### PROBLEM DESCRIPTION
Your response should be an exact transcription of the data, images excluded.
---------- DATA EXTRACTS ----------
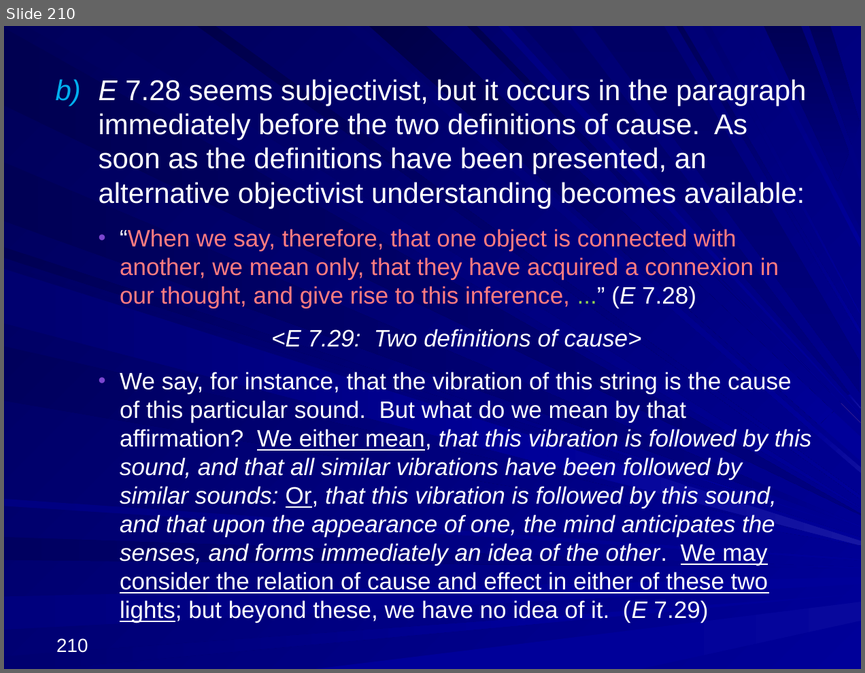
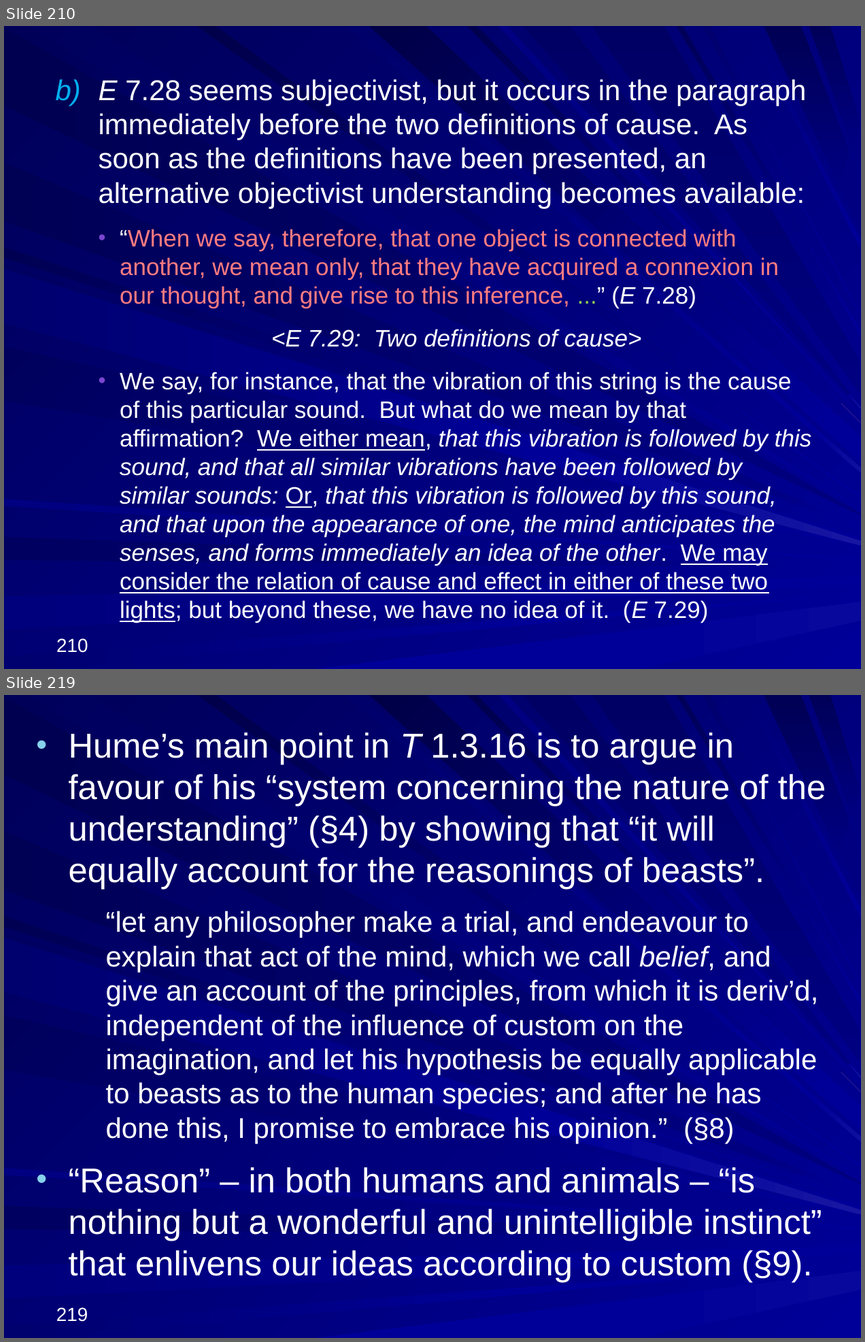
Before and after one commit to englishphilosophy/hume-texts-online, a slide deck: teaching/lectures/2024_Hume_MT_current.pptx. Shown one above the other, each under a label of ours: slide 210 before the commit, slides 210 and 219 after it; the slides between them are not shown. The pictures are 865x673 and 865x1342 pixels, drawn with LibreOffice and Linux fonts; fonts in the diff are those of the drawing. Boxes give left, top, right and bottom in pixels: in the first picture for what was removed or moved away, otherwise in the second. Text is boxed around its words. In the diff, an @@ line names an element or a change of style, - is before the commit and + after.

```diff
--- a/teaching/lectures/2024_Hume_MT_current.pptx
+++ b/teaching/lectures/2024_Hume_MT_current.pptx
@@ slide 219 added at box(4, 695, 861, 1338), background gradient #000078 to #000099; not listed: 37 template elements that a slide beside it also shows @@
@@ text added at box(69, 732, 825, 1282), 24 pt, text #FFFFFF @@
+• Hume’s main point in T 1.3.16 is to argue in favour of his “system concerning the nature of the understanding” (§4) by showing that “it will equally account for the reasonings of beasts”.
+  “let any philosopher make a trial, and endeavour to explain that act of the mind, which we call belief, and give an account of the principles, from which it is deriv’d, independent of the influence of custom on the imagination, and let his hypothesis be equally applicable to beasts as to the human species; and after he has done this, I promise to embrace his opinion.” (§8)
+• “Reason” – in both humans and animals – “is nothing but a wonderful and unintelligible instinct” that enlivens our ideas according to custom (§9).
@@ page number added at box(56, 1307, 88, 1321), 16 pt, text #FFFFFF @@
+219
```
Also in this commit, not shown: 7 slides changed, 53 other slides added, 1 other file.
----------
### EXERCISE RESPONSE
Before and after one commit to englishphilosophy/hume-texts-online, a slide deck: teaching/lectures/2024_Hume_MT_current.pptx. Shown one above the other, each under a label of ours: slide 210 before the commit, slides 210 and 219 after it; the slides between them are not shown. The pictures are 865x673 and 865x1342 pixels, drawn with LibreOffice and Linux fonts; fonts in the diff are those of the drawing. Boxes give left, top, right and bottom in pixels: in the first picture for what was removed or moved away, otherwise in the second. Text is boxed around its words. In the diff, an @@ line names an element or a change of style, - is before the commit and + after.

```diff
--- a/teaching/lectures/2024_Hume_MT_current.pptx
+++ b/teaching/lectures/2024_Hume_MT_current.pptx
@@ slide 219 added at box(4, 695, 861, 1338), background gradient #000078 to #000099; not listed: 37 template elements that a slide beside it also shows @@
@@ text added at box(69, 732, 825, 1282), 24 pt, text #FFFFFF @@
+• Hume’s main point in T 1.3.16 is to argue in favour of his “system concerning the nature of the understanding” (§4) by showing that “it will equally account for the reasonings of beasts”.
+  “let any philosopher make a trial, and endeavour to explain that act of the mind, which we call belief, and give an account of the principles, from which it is deriv’d, independent of the influence of custom on the imagination, and let his hypothesis be equally applicable to beasts as to the human species; and after he has done this, I promise to embrace his opinion.” (§8)
+• “Reason” – in both humans and animals – “is nothing but a wonderful and unintelligible instinct” that enlivens our ideas according to custom (§9).
@@ page number added at box(56, 1307, 88, 1321), 16 pt, text #FFFFFF @@
+219
```
Also in this commit, not shown: 7 slides changed, 53 other slides added, 1 other file.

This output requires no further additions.